AIM OF THE EXERCISE: Everything from the line containing "SCREW_DIAMETER = 13.0" through the line containing "PAD_X = -8.0" should be repeated exactly, and nothing else from the data.

□ □ □ □

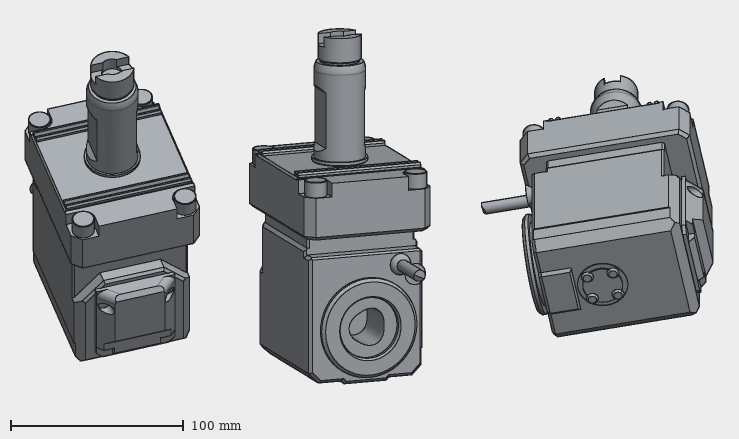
import cadquery as cq
import math

TOTAL_HEIGHT = 199.1

BLOCK_LENGTH, BLOCK_WIDTH = 100.0, 78.0
BLOCK_BOTTOM, BLOCK_TOP = 89.8, 123.2
BLOCK_CORNER = 5.4
BLOCK_BOTTOM_CHAMFER = 2.0
PLATE_TOP = 123.8
PLATE_LENGTH = 65.3
PLATE_BEVEL_WIDTH, PLATE_BEVEL_HEIGHT = 1.0, 1.4

RIB_CENTER = 29.0
RIB_WIDTH = 7.0
RIB_SHOULDER, RIB_TOP, RIB_VALLEY = 125.2, 126.5, 124.2
RIB_CREST_INNER, RIB_CREST_OUTER = 1.4, 2.5
RIB_VALLEY_WIDTH = 0.8
RIB_LENGTH = 75.7

SCREW_X, SCREW_Y = 42.5, 30.9
SCREW_DIAMETER = 13.0
SCREW_TOP = 124.2
SCREW_EDGE = 0.4
POCKET_FLOOR = 115.0
POCKET_REACH = 7.2

SHAFT_DIAMETER = 30.0
SHAFT_SHOULDER, SHAFT_END = 178.0, 183.0
SHAFT_END_DIAMETER = 27.5
COLLAR_DIAMETER, COLLAR_TOP = 32.5, 126.2
COLLAR_CHAMFER = 0.5
NECK_DIAMETER = 23.0
HEAD_DIAMETER, HEAD_BOTTOM, HEAD_CHAMFER = 25.0, 184.0, 0.8
HEAD_SLOT_WIDTH, HEAD_SLOT_DEPTH = 9.5, 6.0
HEAD_HOLE_DIAMETER, HEAD_HOLE_DEPTH = 12.5, 8.0
FLAT_OFFSET = 12.0
FLAT_BOTTOM, FLAT_TOP = 133.8, 166.6

BODY_HALF_WIDTH = 35.0
BODY_BOTTOM = 3.0
BODY_BOTTOM_CHAMFER = 6.2
BODY_LEFT, BODY_RIGHT = -43.2, 43.2
BODY_MID = 34.8
LEFT_TOP, LEFT_CHAMFER, LEFT_TOP_CHAMFER = 78.0, 1.8, 1.2
MID_SHOULDER, MID_TOP = 79.8, 82.0
NECK_HALF_WIDTH, NECK_CORNER = 33.2, 1.2
RIGHT_SHOULDER, RIGHT_TOP = 52.2, 68.9
RIGHT_CHAMFER, RIGHT_TOP_CHAMFER = 5.4, 1.5
SIDE_STEP_TOP, SIDE_STEP_DEPTH = 18.7, 0.5

FOOT_BAR_BOTTOM, FOOT_BAR_END = 1.2, -24.9
FOOT_BAR_HALF_WIDTH, FOOT_BAR_SLOPE = 14.1, 1.2
PAD_X = -8.0
PAD_DIAMETER, PAD_BOTTOM = 29.0, 2.4
PEDESTAL_DIAMETER, PEDESTAL_BOTTOM = 23.0, 1.4
FOOT_OFFSET = 7.5
FOOT_DIAMETER, FOOT_TIP_DIAMETER = 7.0, 4.8

FLANGE_Z = 34.8
FLANGE_DIAMETER, FLANGE_FACE, FLANGE_BACK = 59.0, -50.0, -46.2
FLANGE_CHAMFER = 1.8
FLANGE_NECK_DIAMETER = 49.0
RECESS_DIAMETER, RECESS_DEPTH, RECESS_CHAMFER = 36.0, 4.2, 1.0
RECESS_CHAMFER_DEPTH = 1.8
CAM_CORNER_RADIUS, CAM_SIDE_RADIUS, CAM_DEPTH = 11.5, 10.2, 27.9

CABLE_Y, CABLE_Z, CABLE_DIAMETER = -21.1, 69.9, 7.0
CABLE_END = -74.7
CABLE_CUT_DEPTH, CABLE_CUT_OFFSET, CABLE_CUT_ANGLE = 1.8, 0.5, 24.0
GROMMET_DIAMETER, GROMMET_FACE = 12.5, -47.2
INDICATOR_Y, INDICATOR_Z = -29.0, 64.1
INDICATOR_DIAMETER, INDICATOR_BASE_DIAMETER, INDICATOR_FACE = 12.5, 7.5, -46.5

COVER_FACE, COVER_HALF_WIDTH = 45.4, 23.9
COVER_BOTTOM, COVER_TOP, COVER_CHAMFER = 10.4, 65.0, 4.0
KNOB_FACE, KNOB_FACE_HALF_WIDTH = 54.2, 15.1
KNOB_STEP = 49.0
KNOB_BOTTOM, KNOB_STEP_TOP = 14.7, 24.5
KNOB_EDGE, KNOB_TOP_FILLET = 2.8, 4.8
KNOB_SIDE_BOTTOM, KNOB_TAIL_HALF_WIDTH = 19.1, 14.0
SCALLOP_Y, SCALLOP_Z, SCALLOP_DIAMETER = 19.1, 54.2, 7.5


def box(x0, x1, y0, y1, z0, z1):
    return cq.Workplane("XY").box(x1 - x0, y1 - y0, z1 - z0, centered=False).translate((x0, y0, z0))


def disc(x, y, z0, z1, diameter):
    return cq.Workplane("XY", origin=(x, y, z0)).circle(diameter / 2).extrude(z1 - z0)


def disc_along_x(x0, x1, y, z, diameter):
    return cq.Workplane("YZ", origin=(x0, y, z)).circle(diameter / 2).extrude(x1 - x0)


def cone_along_x(x0, diameter0, x1, diameter1, y, z):
    profile = [(x0, 0), (x0, diameter0 / 2), (x1, diameter1 / 2), (x1, 0)]
    return cq.Workplane("XY").polyline(profile).close().revolve(360, (0, 0), (1, 0)).translate((0, y, z))


def prism_along_x(outline, x0, x1):
    """Extrude a closed (Y, Z) outline from x0 to x1."""
    return cq.Workplane("YZ", origin=(x0, 0, 0)).polyline(outline).close().extrude(x1 - x0)


def prism_along_y(outline, half_width):
    """Extrude a closed (X, Z) outline to both sides of Y = 0."""
    return cq.Workplane("XZ").polyline(outline).close().extrude(half_width, both=True)


def mirrored(points):
    """Complete a half outline by mirroring it about its second axis."""
    return points + [(-a, b) for a, b in reversed(points)]


def make_block():
    height = BLOCK_TOP - BLOCK_BOTTOM
    block = (
        cq.Workplane("XY", origin=(0, 0, BLOCK_BOTTOM))
        .rect(BLOCK_LENGTH, BLOCK_WIDTH)
        .extrude(height)
        .edges("|Z")
        .chamfer(BLOCK_CORNER)
        .faces("<Z")
        .edges()
        .chamfer(BLOCK_BOTTOM_CHAMFER)
    )
    half_width = BLOCK_WIDTH / 2
    bevel_bottom = PLATE_TOP - PLATE_BEVEL_HEIGHT
    half_length = PLATE_LENGTH / 2
    for side in (1, -1):
        edge = sorted((side * half_width, side * (half_width - PLATE_BEVEL_WIDTH)))
        block = block.cut(box(-half_length, half_length, *edge, bevel_bottom, BLOCK_TOP))
    plate = prism_along_x(
        mirrored([
            (half_width, BLOCK_BOTTOM + BLOCK_BOTTOM_CHAMFER),
            (half_width, bevel_bottom),
            (half_width - PLATE_BEVEL_WIDTH, PLATE_TOP),
        ]),
        -half_length,
        half_length,
    )
    return block.union(plate)


def make_ribs():
    rib_outline = mirrored([
        (RIB_WIDTH / 2, PLATE_TOP - PLATE_BEVEL_HEIGHT),
        (RIB_WIDTH / 2, RIB_SHOULDER),
        (RIB_CREST_OUTER, RIB_TOP),
        (RIB_CREST_INNER, RIB_TOP),
        (RIB_VALLEY_WIDTH / 2, RIB_VALLEY),
    ])
    rib = prism_along_y(rib_outline, RIB_LENGTH / 2)
    ribs = rib.translate((-RIB_CENTER, 0, 0)).union(rib.translate((RIB_CENTER, 0, 0)))
    return ribs


def add_screws(part):
    pocket_x = SCREW_X - POCKET_REACH
    pocket_y = SCREW_Y - POCKET_REACH
    for side_x in (-1, 1):
        for side_y in (-1, 1):
            xs = sorted((side_x * pocket_x, side_x * BLOCK_LENGTH))
            ys = sorted((side_y * pocket_y, side_y * BLOCK_WIDTH))
            inner_corner = ("<X" if side_x > 0 else ">X", "<Y" if side_y > 0 else ">Y")
            pocket = (
                box(*xs, *ys, POCKET_FLOOR, TOTAL_HEIGHT)
                .faces(inner_corner[0])
                .edges(inner_corner[1])
                .fillet(POCKET_REACH)
            )
            screw = disc(side_x * SCREW_X, side_y * SCREW_Y, POCKET_FLOOR, SCREW_TOP, SCREW_DIAMETER)
            part = part.cut(pocket).union(screw.faces(">Z").edges().chamfer(SCREW_EDGE))
    return part


def make_shaft():
    radius = SHAFT_DIAMETER / 2
    end_radius = SHAFT_END_DIAMETER / 2
    shoulder_mid = ((radius + end_radius) / 2 + 0.4, (SHAFT_SHOULDER + SHAFT_END) / 2)
    shaft = (
        cq.Workplane("XZ")
        .moveTo(0, BLOCK_BOTTOM)
        .lineTo(radius, BLOCK_BOTTOM)
        .lineTo(radius, SHAFT_SHOULDER)
        .threePointArc(shoulder_mid, (end_radius, SHAFT_END))
        .lineTo(0, SHAFT_END)
        .close()
        .revolve(360, (0, 0), (0, 1))
    )
    depth = radius - FLAT_OFFSET
    flat = prism_along_x(
        [
            (FLAT_OFFSET, FLAT_BOTTOM),
            (FLAT_OFFSET, FLAT_TOP),
            (FLAT_OFFSET + depth, FLAT_TOP + depth),
            (FLAT_OFFSET + depth, FLAT_BOTTOM - depth),
        ],
        -radius,
        radius,
    )
    shaft = shaft.cut(flat).cut(flat.mirror("XZ"))
    collar = disc(0, 0, PLATE_TOP, COLLAR_TOP, COLLAR_DIAMETER).faces("<Z").edges().chamfer(COLLAR_CHAMFER)
    neck = disc(0, 0, BLOCK_BOTTOM, TOTAL_HEIGHT, NECK_DIAMETER)
    head = disc(0, 0, HEAD_BOTTOM, TOTAL_HEIGHT, HEAD_DIAMETER).faces("<Z").edges().chamfer(HEAD_CHAMFER)
    slot = box(
        -HEAD_SLOT_WIDTH / 2, HEAD_SLOT_WIDTH / 2,
        -HEAD_DIAMETER, HEAD_DIAMETER,
        TOTAL_HEIGHT - HEAD_SLOT_DEPTH, TOTAL_HEIGHT,
    )
    hole = disc(0, 0, TOTAL_HEIGHT - HEAD_HOLE_DEPTH, TOTAL_HEIGHT, HEAD_HOLE_DIAMETER)
    return shaft.union(collar).union(neck).union(head).cut(slot).cut(hole)


def lower_outline(upper_points):
    """Half-width housing outline: chamfered bottom, then the given upper points."""
    return mirrored([
        (BODY_HALF_WIDTH - BODY_BOTTOM_CHAMFER, BODY_BOTTOM),
        (BODY_HALF_WIDTH, BODY_BOTTOM + BODY_BOTTOM_CHAMFER),
        *upper_points,
    ])


def make_right_end():
    shoulder_run = RIGHT_TOP - RIGHT_SHOULDER
    outline = lower_outline([
        (BODY_HALF_WIDTH, RIGHT_SHOULDER),
        (BODY_HALF_WIDTH - shoulder_run, RIGHT_TOP),
    ])
    plan = [
        (0, BODY_HALF_WIDTH),
        (BODY_RIGHT - RIGHT_CHAMFER, BODY_HALF_WIDTH),
        (BODY_RIGHT, BODY_HALF_WIDTH - RIGHT_CHAMFER),
    ]
    plan += [(x, -y) for x, y in reversed(plan)]
    profile = [
        (0, BODY_BOTTOM),
        (BODY_RIGHT - RIGHT_CHAMFER, BODY_BOTTOM),
        (BODY_RIGHT, BODY_BOTTOM + RIGHT_CHAMFER),
        (BODY_RIGHT, RIGHT_TOP),
        (0, RIGHT_TOP),
    ]
    end = prism_along_x(outline, 0, BODY_RIGHT)
    end = end.intersect(cq.Workplane("XY").polyline(plan).close().extrude(RIGHT_TOP))
    end = end.intersect(prism_along_y(profile, BODY_HALF_WIDTH))
    upper_edges = end.faces(">X").edges(cq.selectors.BoxSelector(
        (0, -BODY_HALF_WIDTH, RIGHT_SHOULDER),
        (2 * BODY_RIGHT, BODY_HALF_WIDTH, 2 * RIGHT_TOP),
    ))
    return upper_edges.chamfer(RIGHT_TOP_CHAMFER)


def make_left_end():
    outline = lower_outline([(BODY_HALF_WIDTH, LEFT_TOP)])
    end = prism_along_x(outline, BODY_LEFT, -BODY_MID)
    bar_top_half_width = FOOT_BAR_HALF_WIDTH + BODY_BOTTOM - FOOT_BAR_BOTTOM - FOOT_BAR_SLOPE
    bar_outline = mirrored([
        (FOOT_BAR_HALF_WIDTH - FOOT_BAR_SLOPE, FOOT_BAR_BOTTOM),
        (bar_top_half_width, BODY_BOTTOM),
        (bar_top_half_width, LEFT_TOP / 2),
    ])
    bar = prism_along_x(bar_outline, BODY_LEFT, -BODY_MID)
    end = end.union(bar).faces("<X").edges("not >Z").chamfer(LEFT_CHAMFER)
    end = end.faces(">Z").edges("|X").chamfer(LEFT_CHAMFER)
    end = end.faces(">Z").edges("<X").chamfer(LEFT_TOP_CHAMFER)
    corner_fill = box(
        -BODY_MID, NECK_CORNER - BODY_MID,
        -BODY_HALF_WIDTH, BODY_HALF_WIDTH,
        RIGHT_SHOULDER, LEFT_TOP,
    )
    end = end.union(corner_fill.edges(">Z and |X").chamfer(LEFT_CHAMFER))
    bar_rest = prism_along_x(bar_outline, -BODY_MID, FOOT_BAR_END + FOOT_BAR_SLOPE)
    bar_rest = bar_rest.faces("<Z").edges(">X").chamfer(FOOT_BAR_SLOPE)
    return end.union(bar_rest)


def make_housing():
    middle = prism_along_x(
        lower_outline([(BODY_HALF_WIDTH, MID_SHOULDER), (NECK_HALF_WIDTH, MID_TOP)]),
        -BODY_MID,
        BODY_MID,
    )
    middle = middle.edges("|Z").chamfer(NECK_CORNER)
    core = prism_along_x(lower_outline([(BODY_HALF_WIDTH, RIGHT_SHOULDER)]), -BODY_MID, BODY_MID)
    neck = (
        box(-BODY_MID, BODY_MID, -NECK_HALF_WIDTH, NECK_HALF_WIDTH, RIGHT_TOP, BLOCK_BOTTOM)
        .edges("|Z")
        .chamfer(NECK_CORNER)
    )
    housing = middle.union(core).union(neck).union(make_left_end()).union(make_right_end())
    side_step = box(
        BODY_LEFT, BODY_RIGHT,
        -BODY_HALF_WIDTH, SIDE_STEP_DEPTH - BODY_HALF_WIDTH,
        0, SIDE_STEP_TOP,
    )
    return housing.cut(side_step)


def make_feet():
    feet = disc(PAD_X, 0, PAD_BOTTOM, BODY_BOTTOM, PAD_DIAMETER)
    feet = feet.union(disc(PAD_X, 0, PEDESTAL_BOTTOM, BODY_BOTTOM, PEDESTAL_DIAMETER))
    foot = (
        cq.Workplane("XY")
        .circle(FOOT_TIP_DIAMETER / 2)
        .workplane(offset=PEDESTAL_BOTTOM)
        .circle(FOOT_DIAMETER / 2)
        .loft()
    )
    for side_x in (-1, 1):
        for side_y in (-1, 1):
            feet = feet.union(foot.translate((PAD_X + side_x * FOOT_OFFSET, side_y * FOOT_OFFSET, 0)))
    return feet


def cam_point(angle):
    """Three-lobed outline with one lobe pointing along +Y."""
    mean = (CAM_CORNER_RADIUS + CAM_SIDE_RADIUS) / 2
    swing = (CAM_CORNER_RADIUS - CAM_SIDE_RADIUS) / 2
    radius = mean + swing * math.cos(3 * angle)
    return radius * math.cos(angle), radius * math.sin(angle)


def add_flange(part):
    rim = disc_along_x(FLANGE_FACE, FLANGE_BACK, 0, FLANGE_Z, FLANGE_DIAMETER)
    rim = rim.faces("<X").edges().chamfer(FLANGE_CHAMFER)
    neck = disc_along_x(FLANGE_BACK, BODY_LEFT, 0, FLANGE_Z, FLANGE_NECK_DIAMETER)
    recess_floor = FLANGE_FACE + RECESS_DEPTH
    recess = disc_along_x(FLANGE_FACE, recess_floor, 0, FLANGE_Z, RECESS_DIAMETER)
    lead_in = cone_along_x(
        FLANGE_FACE, RECESS_DIAMETER + 2 * RECESS_CHAMFER,
        FLANGE_FACE + RECESS_CHAMFER_DEPTH, RECESS_DIAMETER,
        0, FLANGE_Z,
    )
    cam_points = [cam_point(math.radians(angle)) for angle in range(0, 360, 20)]
    cam = (
        cq.Workplane("YZ", origin=(recess_floor, 0, FLANGE_Z))
        .spline(cam_points, periodic=True)
        .close()
        .extrude(CAM_DEPTH)
    )
    return part.union(rim).union(neck).cut(recess).cut(lead_in).cut(cam)


def make_cable():
    radius = CABLE_DIAMETER / 2
    cable = disc_along_x(CABLE_END, BODY_LEFT, 0, 0, CABLE_DIAMETER)
    tip_cut = prism_along_y(
        [
            (CABLE_END, -CABLE_CUT_OFFSET),
            (CABLE_END, -radius),
            (CABLE_END + CABLE_CUT_DEPTH, -radius),
        ],
        radius,
    )
    cable = cable.cut(tip_cut.rotate((0, 0, 0), (1, 0, 0), CABLE_CUT_ANGLE))
    outer = GROMMET_DIAMETER / 2
    bulge = ((BODY_LEFT + GROMMET_FACE) / 2 - 0.5, (outer + radius) / 2 + 0.5)
    grommet = (
        cq.Workplane("XY")
        .moveTo(BODY_LEFT, 0)
        .lineTo(BODY_LEFT, outer)
        .threePointArc(bulge, (GROMMET_FACE, radius))
        .lineTo(GROMMET_FACE, 0)
        .close()
        .revolve(360, (0, 0), (1, 0))
    )
    return cable.union(grommet).translate((0, CABLE_Y, CABLE_Z))


def make_indicator():
    return cone_along_x(
        INDICATOR_FACE, INDICATOR_DIAMETER,
        BODY_LEFT, INDICATOR_BASE_DIAMETER,
        INDICATOR_Y, INDICATOR_Z,
    )


def make_cover():
    plate = box(BODY_RIGHT, COVER_FACE, -COVER_HALF_WIDTH, COVER_HALF_WIDTH, COVER_BOTTOM, COVER_TOP)
    plate = plate.faces("<Z").edges("|X").chamfer(COVER_CHAMFER)
    knob = prism_along_y(
        [
            (COVER_FACE, KNOB_BOTTOM - (KNOB_STEP - COVER_FACE)),
            (KNOB_STEP, KNOB_BOTTOM),
            (KNOB_STEP, KNOB_STEP_TOP),
            (KNOB_FACE, KNOB_STEP_TOP + KNOB_FACE - KNOB_STEP),
            (KNOB_FACE, COVER_TOP - KNOB_EDGE),
            (KNOB_FACE - KNOB_EDGE, COVER_TOP),
            (COVER_FACE, COVER_TOP),
        ],
        COVER_HALF_WIDTH,
    )
    base_half_width = KNOB_FACE_HALF_WIDTH + KNOB_FACE - COVER_FACE
    taper = [
        (COVER_FACE, base_half_width),
        (KNOB_FACE, KNOB_FACE_HALF_WIDTH),
        (KNOB_FACE, -KNOB_FACE_HALF_WIDTH),
        (COVER_FACE, -base_half_width),
    ]
    knob = knob.intersect(cq.Workplane("XY").polyline(taper).close().extrude(COVER_TOP))
    knob = knob.faces(">Z").edges("not |Y").fillet(KNOB_TOP_FILLET)
    for side in (-1, 1):
        beside_tail = sorted((side * KNOB_TAIL_HALF_WIDTH, side * COVER_HALF_WIDTH))
        knob = knob.cut(box(COVER_FACE, KNOB_FACE, *beside_tail, 0, KNOB_SIDE_BOTTOM))
        knob = knob.cut(
            disc_along_x(COVER_FACE, KNOB_FACE, side * SCALLOP_Y, SCALLOP_Z, SCALLOP_DIAMETER)
        )
    return plate.union(knob)


result = add_screws(make_block().union(make_ribs()))
result = result.union(make_shaft()).union(make_housing()).union(make_feet())
result = add_flange(result).union(make_cable()).union(make_indicator()).union(make_cover())

□ □ □ □

THE COMPLETED TASK:
SCREW_DIAMETER = 13.0
SCREW_TOP = 124.2
SCREW_EDGE = 0.4
POCKET_FLOOR = 115.0
POCKET_REACH = 7.2

SHAFT_DIAMETER = 30.0
SHAFT_SHOULDER, SHAFT_END = 178.0, 183.0
SHAFT_END_DIAMETER = 27.5
COLLAR_DIAMETER, COLLAR_TOP = 32.5, 126.2
COLLAR_CHAMFER = 0.5
NECK_DIAMETER = 23.0
HEAD_DIAMETER, HEAD_BOTTOM, HEAD_CHAMFER = 25.0, 184.0, 0.8
HEAD_SLOT_WIDTH, HEAD_SLOT_DEPTH = 9.5, 6.0
HEAD_HOLE_DIAMETER, HEAD_HOLE_DEPTH = 12.5, 8.0
FLAT_OFFSET = 12.0
FLAT_BOTTOM, FLAT_TOP = 133.8, 166.6

BODY_HALF_WIDTH = 35.0
BODY_BOTTOM = 3.0
BODY_BOTTOM_CHAMFER = 6.2
BODY_LEFT, BODY_RIGHT = -43.2, 43.2
BODY_MID = 34.8
LEFT_TOP, LEFT_CHAMFER, LEFT_TOP_CHAMFER = 78.0, 1.8, 1.2
MID_SHOULDER, MID_TOP = 79.8, 82.0
NECK_HALF_WIDTH, NECK_CORNER = 33.2, 1.2
RIGHT_SHOULDER, RIGHT_TOP = 52.2, 68.9
RIGHT_CHAMFER, RIGHT_TOP_CHAMFER = 5.4, 1.5
SIDE_STEP_TOP, SIDE_STEP_DEPTH = 18.7, 0.5

FOOT_BAR_BOTTOM, FOOT_BAR_END = 1.2, -24.9
FOOT_BAR_HALF_WIDTH, FOOT_BAR_SLOPE = 14.1, 1.2
PAD_X = -8.0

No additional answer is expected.